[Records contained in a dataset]
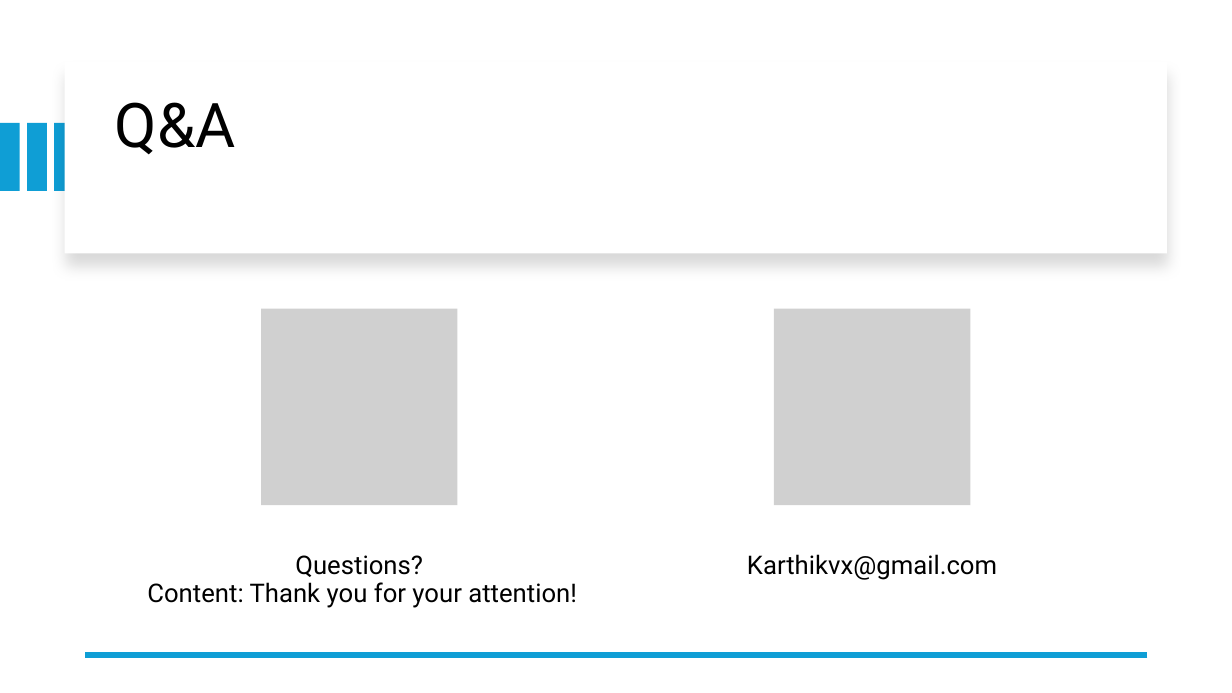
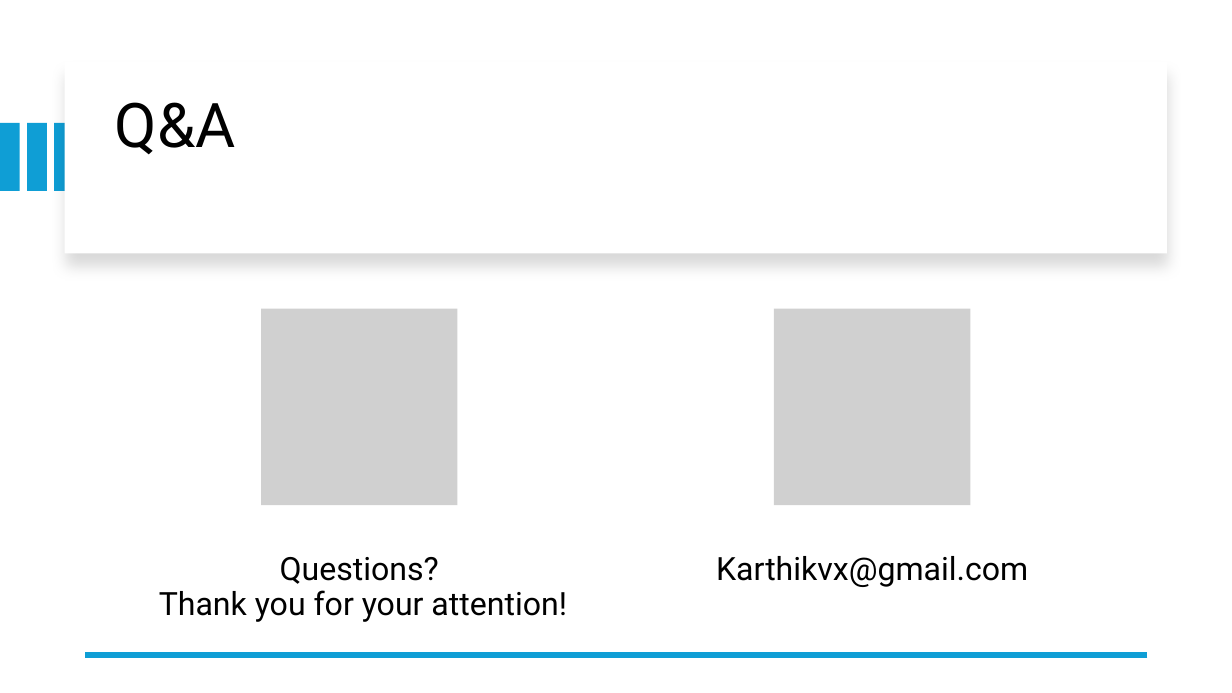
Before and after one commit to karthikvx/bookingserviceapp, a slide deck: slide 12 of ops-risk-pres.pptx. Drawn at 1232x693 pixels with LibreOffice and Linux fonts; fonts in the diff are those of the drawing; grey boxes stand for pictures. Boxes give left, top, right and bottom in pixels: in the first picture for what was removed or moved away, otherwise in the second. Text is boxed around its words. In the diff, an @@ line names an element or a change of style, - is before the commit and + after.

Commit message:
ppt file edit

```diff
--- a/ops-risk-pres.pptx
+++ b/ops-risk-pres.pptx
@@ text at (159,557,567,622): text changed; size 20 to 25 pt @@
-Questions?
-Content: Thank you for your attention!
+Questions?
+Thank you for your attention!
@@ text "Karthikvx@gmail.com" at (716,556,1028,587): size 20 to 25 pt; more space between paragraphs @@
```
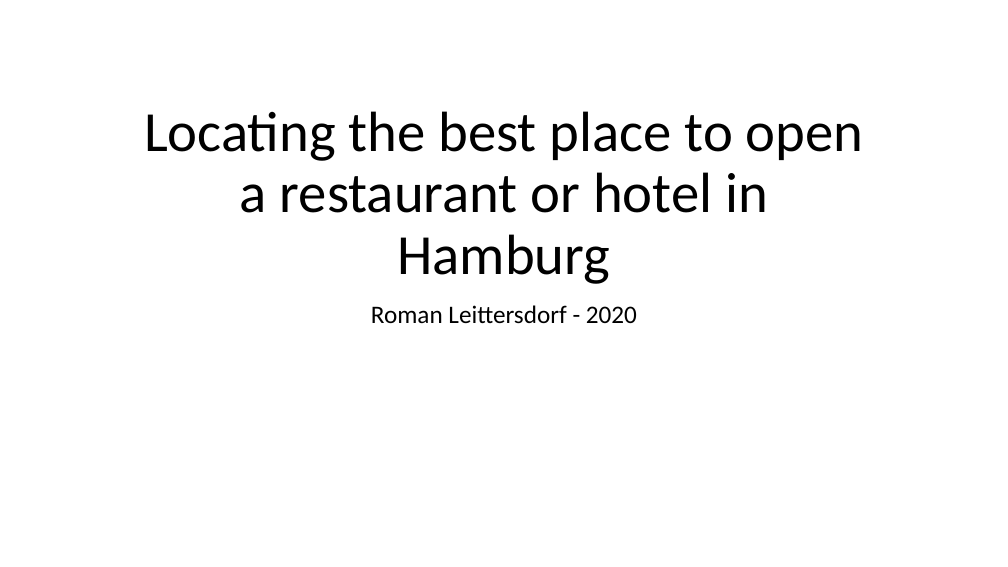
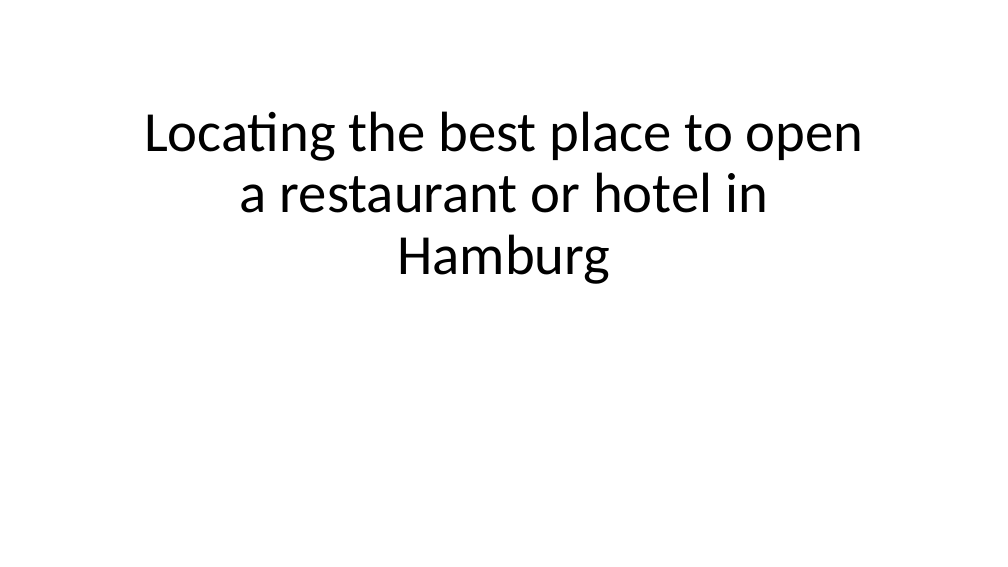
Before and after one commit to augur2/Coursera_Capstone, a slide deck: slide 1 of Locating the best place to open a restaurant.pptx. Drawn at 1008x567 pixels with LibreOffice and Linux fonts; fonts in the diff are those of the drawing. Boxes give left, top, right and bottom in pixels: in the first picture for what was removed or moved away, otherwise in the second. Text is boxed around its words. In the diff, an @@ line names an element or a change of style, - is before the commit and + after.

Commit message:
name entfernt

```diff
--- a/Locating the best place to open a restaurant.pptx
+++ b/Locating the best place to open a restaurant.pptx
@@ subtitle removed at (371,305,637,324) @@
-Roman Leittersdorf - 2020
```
* * *
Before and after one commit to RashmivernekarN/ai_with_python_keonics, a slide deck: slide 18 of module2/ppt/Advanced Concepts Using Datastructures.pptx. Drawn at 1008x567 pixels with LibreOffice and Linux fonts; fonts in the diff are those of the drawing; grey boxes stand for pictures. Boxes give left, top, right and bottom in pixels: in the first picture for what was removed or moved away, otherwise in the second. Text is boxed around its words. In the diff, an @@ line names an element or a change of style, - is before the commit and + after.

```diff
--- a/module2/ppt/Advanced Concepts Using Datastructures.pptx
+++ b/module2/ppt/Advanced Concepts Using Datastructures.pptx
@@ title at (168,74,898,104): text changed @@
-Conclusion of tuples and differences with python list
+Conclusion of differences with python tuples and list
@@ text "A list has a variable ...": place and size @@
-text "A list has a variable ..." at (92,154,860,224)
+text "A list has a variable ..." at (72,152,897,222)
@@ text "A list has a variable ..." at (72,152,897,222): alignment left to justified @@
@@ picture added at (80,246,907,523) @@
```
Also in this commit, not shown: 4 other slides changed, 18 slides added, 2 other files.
==
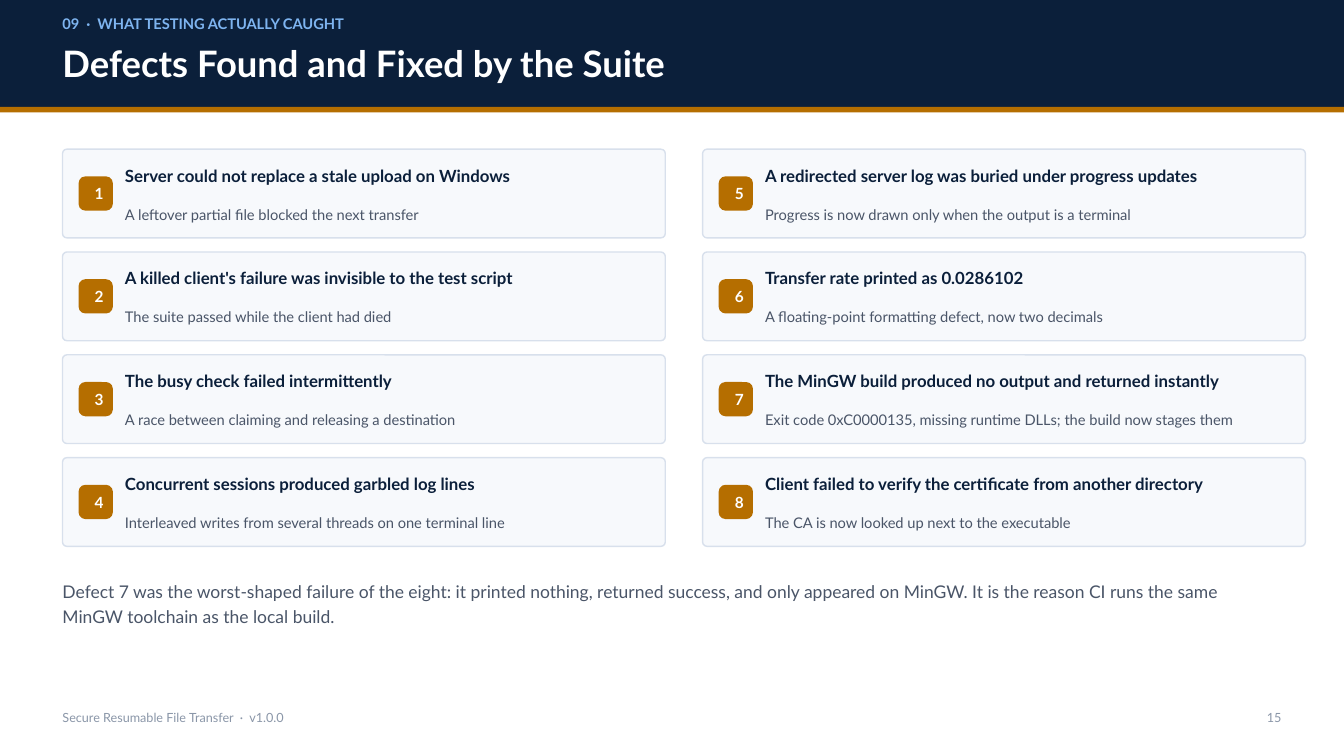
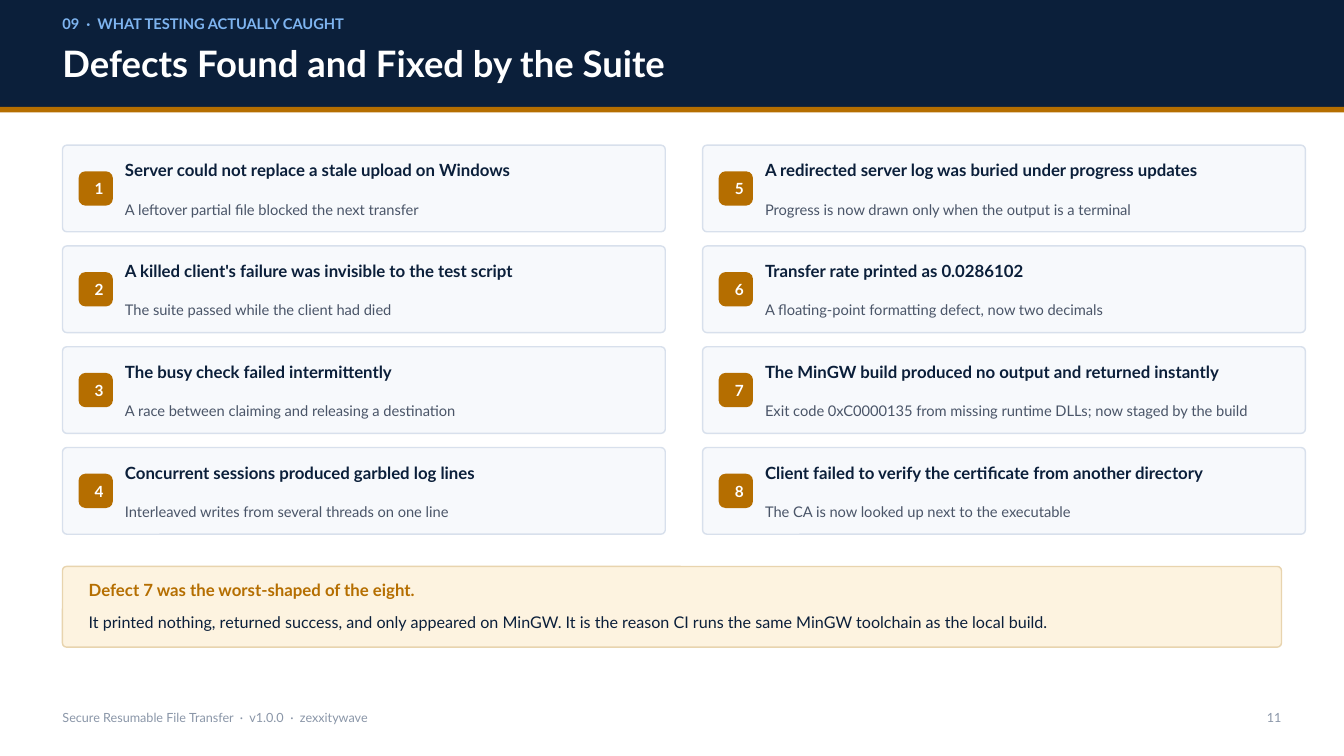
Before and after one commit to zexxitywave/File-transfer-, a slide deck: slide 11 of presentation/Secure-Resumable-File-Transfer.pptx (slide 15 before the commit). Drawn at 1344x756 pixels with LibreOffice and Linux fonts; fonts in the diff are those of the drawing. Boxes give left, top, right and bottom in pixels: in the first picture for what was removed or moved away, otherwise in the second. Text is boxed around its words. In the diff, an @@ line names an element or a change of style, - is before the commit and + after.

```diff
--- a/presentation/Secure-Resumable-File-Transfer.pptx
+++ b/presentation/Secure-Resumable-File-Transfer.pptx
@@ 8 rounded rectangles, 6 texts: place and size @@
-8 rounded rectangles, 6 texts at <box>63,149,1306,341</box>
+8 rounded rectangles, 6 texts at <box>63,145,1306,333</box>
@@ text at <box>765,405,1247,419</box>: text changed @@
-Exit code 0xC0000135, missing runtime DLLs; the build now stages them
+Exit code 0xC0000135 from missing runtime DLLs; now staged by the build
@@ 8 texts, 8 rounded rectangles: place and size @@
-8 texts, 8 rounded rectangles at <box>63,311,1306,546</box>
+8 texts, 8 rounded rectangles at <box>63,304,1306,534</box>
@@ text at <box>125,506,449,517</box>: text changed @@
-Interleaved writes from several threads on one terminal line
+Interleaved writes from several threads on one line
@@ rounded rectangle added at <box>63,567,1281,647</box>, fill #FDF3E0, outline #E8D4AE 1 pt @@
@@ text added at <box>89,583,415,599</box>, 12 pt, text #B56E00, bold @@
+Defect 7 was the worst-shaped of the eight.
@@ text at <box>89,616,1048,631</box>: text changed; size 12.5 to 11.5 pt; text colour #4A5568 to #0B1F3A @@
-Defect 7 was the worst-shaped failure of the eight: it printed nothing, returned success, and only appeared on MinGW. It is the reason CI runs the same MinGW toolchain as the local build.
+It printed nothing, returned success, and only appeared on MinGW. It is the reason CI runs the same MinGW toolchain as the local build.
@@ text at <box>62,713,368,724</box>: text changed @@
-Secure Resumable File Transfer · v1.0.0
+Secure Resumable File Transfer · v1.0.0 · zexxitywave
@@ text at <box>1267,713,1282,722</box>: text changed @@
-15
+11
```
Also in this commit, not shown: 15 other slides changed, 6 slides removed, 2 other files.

■ **The problem**: What do the lines above say from the one containing "to RashmivernekarN/ai_with_python_keonics, a" down to the one containing "Also in this commit, not shown: 4"? Return them exactly, both end lines included, and only them.

■ **Response to the exercise**:
Before and after one commit to RashmivernekarN/ai_with_python_keonics, a slide deck: slide 18 of module2/ppt/Advanced Concepts Using Datastructures.pptx. Drawn at 1008x567 pixels with LibreOffice and Linux fonts; fonts in the diff are those of the drawing; grey boxes stand for pictures. Boxes give left, top, right and bottom in pixels: in the first picture for what was removed or moved away, otherwise in the second. Text is boxed around its words. In the diff, an @@ line names an element or a change of style, - is before the commit and + after.

```diff
--- a/module2/ppt/Advanced Concepts Using Datastructures.pptx
+++ b/module2/ppt/Advanced Concepts Using Datastructures.pptx
@@ title at (168,74,898,104): text changed @@
-Conclusion of tuples and differences with python list
+Conclusion of differences with python tuples and list
@@ text "A list has a variable ...": place and size @@
-text "A list has a variable ..." at (92,154,860,224)
+text "A list has a variable ..." at (72,152,897,222)
@@ text "A list has a variable ..." at (72,152,897,222): alignment left to justified @@
@@ picture added at (80,246,907,523) @@
```
Also in this commit, not shown: 4 other slides changed, 18 slides added, 2 other files.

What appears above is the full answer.